* **EXERCISE DETAILS**
Only the number is wanted: state how many lines of the data below contain the word "Scroll".

* **GIVEN DATA**
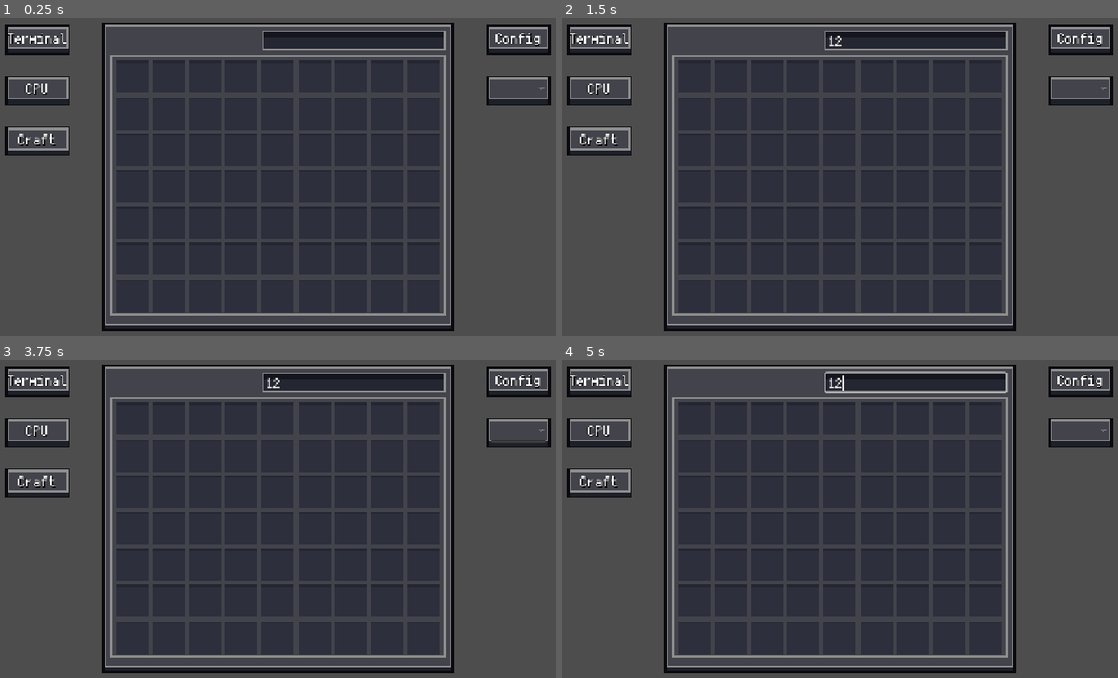
Above: before the commit, frames 1-4 (two rows, left to right).
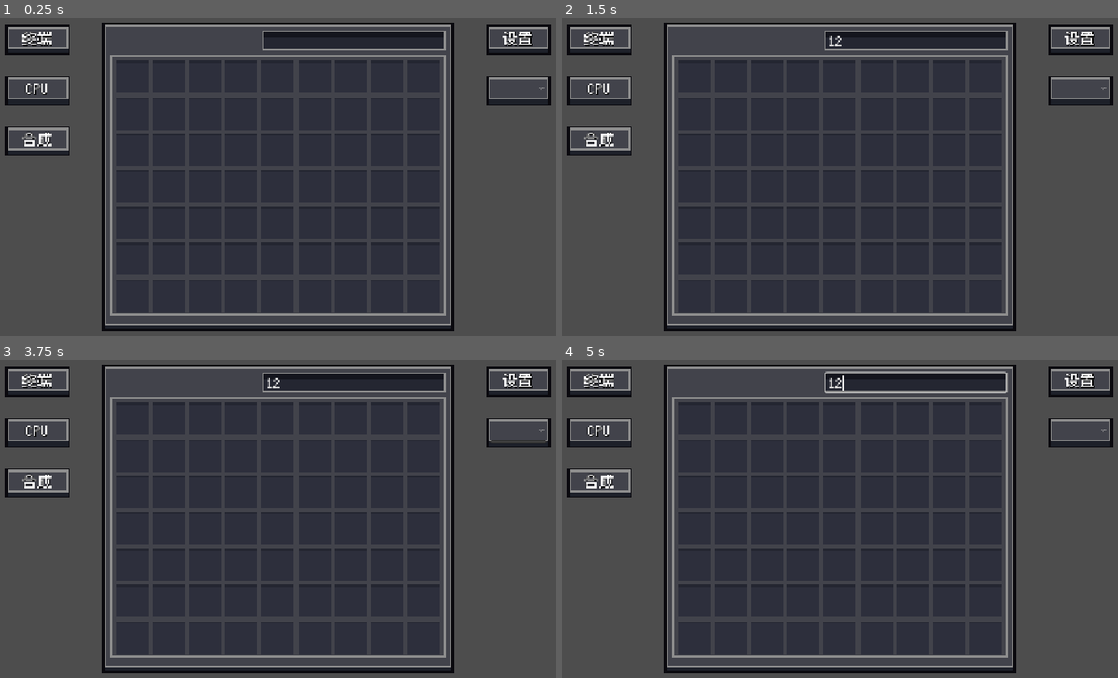
Above: after the commit, the same moments.

Repository: ZhangDaing/ae2online
Game: Godot game, scene res://tscn/main.tscn
The game is run twice, just before and just after one commit, with the same random seed, the same clock (stepped at 60 frames per second) and the same inputs.
Inputs (mouse positions are in pixels of both pictures, inside the frame that each line leads up to):
- Up to frame 1 (0.25 s): no input
- Up to frame 2 (1.5 s): click (917, 40) at 0.52 s; type "12" at 0.6 s; click (600, 40) at 1.25 s
- Up to frame 3 (3.75 s): click (38, 382) at 2 s; click (38, 382) at 2.75 s; click (517, 429) at 3.5 s
- Up to frame 4 (5 s): tap Enter at 4.25 s; move the mouse to (917, 382) at 4.27 s; click (917, 382) at 4.42 s

The runs differ from the first frame. In frame 1, 0.7% of the frame differs, in the area x 1-98%, y 4-41%; in frame 2, 0.7%; in frame 3, 0.7%; in frame 4, 0.7%.

Commit message:
完成了可合成物品的监控

Diff:
--- a/godot/gd/event_bus.gd
+++ b/godot/gd/event_bus.gd
@@ -13,3 +13,4 @@
 # 终端信号
 signal terminal_logged(url: String, token: Dictionary)
 signal terminal_choosed(index: int)
+signal terminal_storage_updated(items: Array)
--- a/godot/gd/item.gd
+++ b/godot/gd/item.gd
@@ -18,13 +18,21 @@
 func set_data(data: Dictionary) -> void:
 	card_data = data
 	if is_node_ready():
-		count_label.text = _format_number(card_data.get("count", 0))
+		var count = card_data.get("count", 0)
+		if count != 0:
+			count_label.text = _format_number(count)
+		else:
+			count_label.text = ""
 		load_cover()
 
 func update_data(data: Dictionary) -> void:
 	card_data = data
 	if is_node_ready():
-		count_label.text = _format_number(card_data.get("count", 0))
+		var count = card_data.get("count", 0)
+		if count != 0:
+			count_label.text = _format_number(count)
+		else:
+			count_label.text = ""
 
 # 加载图标
 func load_cover() -> void:
--- a/godot/gd/main.gd
+++ b/godot/gd/main.gd
@@ -30,6 +30,7 @@
 	var t = terminals[id]
 	terminal.on_login_succeeded(t["url"], t["token"])
 	terminal_cpus.on_login_succeeded(t["url"], t["token"])
+	terminal_craft.on_login_succeeded(t["url"], t["token"])
 
 func _on_account_config_changed() -> void:
 	# 清空终端数据
--- a/godot/gd/terminal.gd
+++ b/godot/gd/terminal.gd
@@ -42,11 +42,6 @@
 	EventBus.reflash_time_config_changed.connect(apply_reflash_time_config)
 	# 初始化
 	request_data()
-
-# process函数
-func _process(_delta: float) -> void:
-	pass # Replace with function body.
-
 #---------------------------------------------------
 # 核心函数，请求后端数据
 # 请求数据
@@ -86,6 +81,7 @@
 		return
 
 	item_cache = data.get("items", []) # 缓存所有物品数据
+	EventBus.terminal_storage_updated.emit(item_cache) # 外传物品数据
 	refresh_cards(sort_items(item_cache)) # 创建卡片
 #---------------------------------------------------
 # 应用返回的数据
@@ -220,3 +216,5 @@
 	_token = token
 	connected = true
 	request_data()
+
+#---------------------------------------------------
--- a/godot/gd/terminal_craft.gd
+++ b/godot/gd/terminal_craft.gd
@@ -1,5 +1,243 @@
 extends Control
-
-
+#---------------------------------------------------
+# 网络请求节点
+@onready var http_request = $HTTPRequest
+# 物品容器
+@onready var card_container = $Background/VBox/Scroll/ScrollContainer/Margin/ItemContainer
+# 检索框
+@onready var search_box = $Background/VBox/Search/LineEdit
+# 刷新定时器
+@onready var reflash_timer = $ReflashTimer
+
+# 预加载卡片场景
+const CARD_SCENCE = preload("res://tscn/item.tscn")
+
+# 后端请求地址
+var _url = ""
+var _token: Dictionary = {}
+var connected = false
+
+# 检索文本
+var search_text = ""
+
+# 原始物品数据缓存
+var item_cache: Array = []
+var terminal_item_cache: Array = [] # 终端物品缓存
+
+# 已加载的卡片缓存
+var card_cache: Dictionary = {}
+
+# 排序方式（与 terminal.gd 共用设置）
+enum SortType { NAME = 0, AMOUNT = 1, MOD = 2 }
+enum SortDir { ASC = 0, DESC = 1 }
+
+var current_sort_type: SortType = 1 as SortType
+var current_sort_dir: SortDir = 0 as SortDir
+
+# 请求状态
+var requesting = false
+#---------------------------------------------------
+# ready函数
+func _ready():
+	# 连接设置信号
+	EventBus.sort_config_changed.connect(apply_sort_config)
+	EventBus.reflash_time_config_changed.connect(apply_reflash_time_config)
+	EventBus.terminal_storage_updated.connect(_on_terminal_storage_updated)
+
+	# 初始化
+	request_data()
+#---------------------------------------------------
+# 核心函数，请求后端数据（可合成物品）
+func request_data() -> void:
+	if requesting or !connected:
+		return
+	requesting = true
+	var url = _url + "/craftable"
+	var error = http_request.request(url,
+		[ "Authorization: Bearer " + _token.get("token", "") ],
+		HTTPClient.METHOD_GET)
+	if error != OK:
+		requesting = false
+		print("后端请求失败")
+
+# 请求完成，进行回调
+func _on_request_completed(
+	result: int,
+	response_code: int,
+	_headers: PackedStringArray,
+	body: PackedByteArray
+) -> void:
+	requesting = false
+	# 检查请求结果
+	if result != HTTPRequest.RESULT_SUCCESS:
+		print("网络错误")
+		return
+	if response_code != 200:
+		print("请求失败，状态码: ", response_code)
+		return
+
+	# 解析JSON数据
+	var string = body.get_string_from_utf8()
+	var data = JSON.parse_string(string)
+	if data == null:
+		print("数据解析失败")
+		return
+
+	item_cache = data.get("items", []) # 缓存所有物品数据
+
+	#从终端处同步物品数量数据
+	# 构建终端物品查找表（rawId -> 物品数据，含 count）
+	var terminal_map: Dictionary = {}
+	for t_item in terminal_item_cache:
+		terminal_map[t_item.get("rawId", "")] = t_item
+
+	# 用终端数据填充 item_cache，终端里没对应数据则跳过
+	var merged: Array = []
+	for item in item_cache:
+		var match = terminal_map.get(item.get("rawId", ""))
+		if match != null:
+			merged.append(match)
+		else:
+			var copy = item.duplicate()
+			copy["count"] = 0
+			merged.append(copy)
+	item_cache = merged
+
+	refresh_cards(sort_items(item_cache)) # 创建卡片
+
+# 从终端处获取数据
+func _on_terminal_storage_updated(items: Array) -> void:
+	terminal_item_cache = items
+#---------------------------------------------------
+# 应用返回的数据
+# 遍历生成卡片
+func refresh_cards(items: Array) -> void:
+	# 处理检索前的卡片缓存
+	var keep_cards: Dictionary = {}
+
+	for item in items:
+		var item_id = item.get("rawId", "")
+		keep_cards[item_id] = true
+		if item_id in card_cache:
+			# 如果卡片已存在，则更新数据
+			card_cache[item_id].update_data(item)
+		else:
+			# 如果卡片不存在，则创建新的卡片
+			var new_card = CARD_SCENCE.instantiate()
+			new_card.set_data(item)
+			card_container.add_child(new_card)
+			card_cache[item_id] = new_card
+
+	# 移除不需要的卡片
+	for item_id in card_cache.keys():
+		if not keep_cards.has(item_id):
+			card_cache[item_id].queue_free()
+			card_cache.erase(item_id)
+
+	# 重新排列卡片节点
+	for item in items:
+		var card = card_cache.get(item.get("rawId", ""))
+		card_container.move_child(card, card_container.get_child_count())
+
+	_apply_search_filter() # 应用检索过滤
+
+func _on_reflash_timeout() -> void:
+	request_data()
+
+#---------------------------------------------------
+# 检索功能
+func _on_search_changed(new_text: String) -> void:
+	search_text = new_text
+	_apply_search_filter()
+
+func _apply_search_filter() -> void:
+	var filtered_items = filter(item_cache)
+	for item_id in card_cache:
+		if item_id in filtered_items:
+			card_cache[item_id].visible = true
+		else:
+			card_cache[item_id].visible = false
+
+func filter(items: Array) -> Dictionary:
+	var filtered: Dictionary = {}
+	if search_text == "":
+		# 检索为空，返回所有物品
+		for item in items:
+			filtered[item.get("rawId", "")] = true
+		return filtered
+	# 否则，返回匹配的物品
+	for item in items:
+		if search_text.to_lower() in item.get("id", "").to_lower():
+			filtered[item.get("rawId", "")] = true
+	return filtered
+
+#---------------------------------------------------
+# 排序算法（与 terminal.gd 共用设置）
+func sort_items(items: Array) -> Array:
+	var sorted_items = items.duplicate()
+	match current_sort_type:
+		SortType.NAME:
+			sorted_items.sort_custom(_sort_by_name)
+		SortType.AMOUNT:
+			sorted_items.sort_custom(_sort_by_amount)
+		SortType.MOD:
+			sorted_items.sort_custom(_sort_by_mod)
+	return sorted_items
+
+func _sort_by_name(a, b) -> bool:
+	var cmp = _cmp_ignore_case(a.get("id", ""), b.get("id", ""))
+	if current_sort_dir == SortDir.DESC:
+		cmp = -cmp
+	return cmp < 0
+
+func _sort_by_amount(a, b) -> bool:
+	# 可合成物品没有 count 字段，退化为按名称排序
+	var amt_a = float(a.get("count", 0))
+	var amt_b = float(b.get("count", 0))
+	var cmp = 0
+
+	if amt_a != amt_b:
+		cmp = amt_a - amt_b
+	else:
+		cmp = _cmp_ignore_case(a.get("id", ""), b.get("id", ""))
+
+	if current_sort_dir == SortDir.DESC:
+		cmp = -cmp
+	return cmp < 0
+
+func _sort_by_mod(a, b) -> bool:
+	var cmp = _cmp_ignore_case(a.get("modid", ""), b.get("modid", ""))
+	if cmp == 0:
+		cmp = _cmp_ignore_case(a.get("id", ""), b.get("id", ""))
+	if current_sort_dir == SortDir.DESC:
+		cmp = -cmp
+	return cmp < 0
+
+# 忽略大小写比较
+func _cmp_ignore_case(a: String, b: String) -> int:
+	var lower_a = a.to_lower()
+	var lower_b = b.to_lower()
+	if lower_a < lower_b:
+		return -1
+	if lower_a > lower_b:
+		return 1
+	return 0
+
+#---------------------------------------------------
+# 配置设置信号回调
+func apply_sort_config(sort_type: int, sort_dir: int) -> void:
+	current_sort_type = sort_type as SortType
+	current_sort_dir = sort_dir as SortDir
+	# 重新排序并刷新卡片
+	refresh_cards(sort_items(item_cache))
+
+func apply_reflash_time_config(value: float) -> void:
+	reflash_timer.wait_time = value
+
+# 配置登录信号回调
 func on_login_succeeded(url: String, token: Dictionary) -> void:
-	pass
+	# 登录成功后，刷新数据
+	_url = url
+	_token = token
+	connected = true
+	request_data()
--- a/godot/tscn/config.tscn
+++ b/godot/tscn/config.tscn
@@ -42,7 +42,7 @@
 offset_bottom = -9.0
 grow_horizontal = 2
 grow_vertical = 2
-text = "Config"
+text = "设置"
 horizontal_alignment = 1
 vertical_alignment = 1
 
--- a/godot/tscn/mode_choose.tscn
+++ b/godot/tscn/mode_choose.tscn
@@ -45,7 +45,7 @@
 offset_bottom = -9.0
 grow_horizontal = 2
 grow_vertical = 2
-text = "Terminal"
+text = "终端"
 horizontal_alignment = 1
 vertical_alignment = 1
 
@@ -97,7 +97,7 @@
 offset_bottom = -9.0
 grow_horizontal = 2
 grow_vertical = 2
-text = "Craft"
+text = "合成"
 horizontal_alignment = 1
 vertical_alignment = 1
 
--- a/godot/tscn/terminal_craft.tscn
+++ b/godot/tscn/terminal_craft.tscn
@@ -158,4 +158,7 @@
 autostart = true
 
 [connection signal="gui_input" from="Background/VBox/Search/LineEdit" to="Background/VBox/Search/LineEdit" method="_on_gui_input"]
+[connection signal="text_changed" from="Background/VBox/Search/LineEdit" to="." method="_on_search_changed"]
 [connection signal="gui_input" from="Background/VBox/Scroll/ScrollContainer" to="Background/VBox/Scroll/ScrollContainer" method="_on_gui_input"]
+[connection signal="request_completed" from="HTTPRequest" to="." method="_on_request_completed"]
+[connection signal="timeout" from="ReflashTimer" to="." method="_on_reflash_timeout"]

* **EXERCISE RESPONSE**
2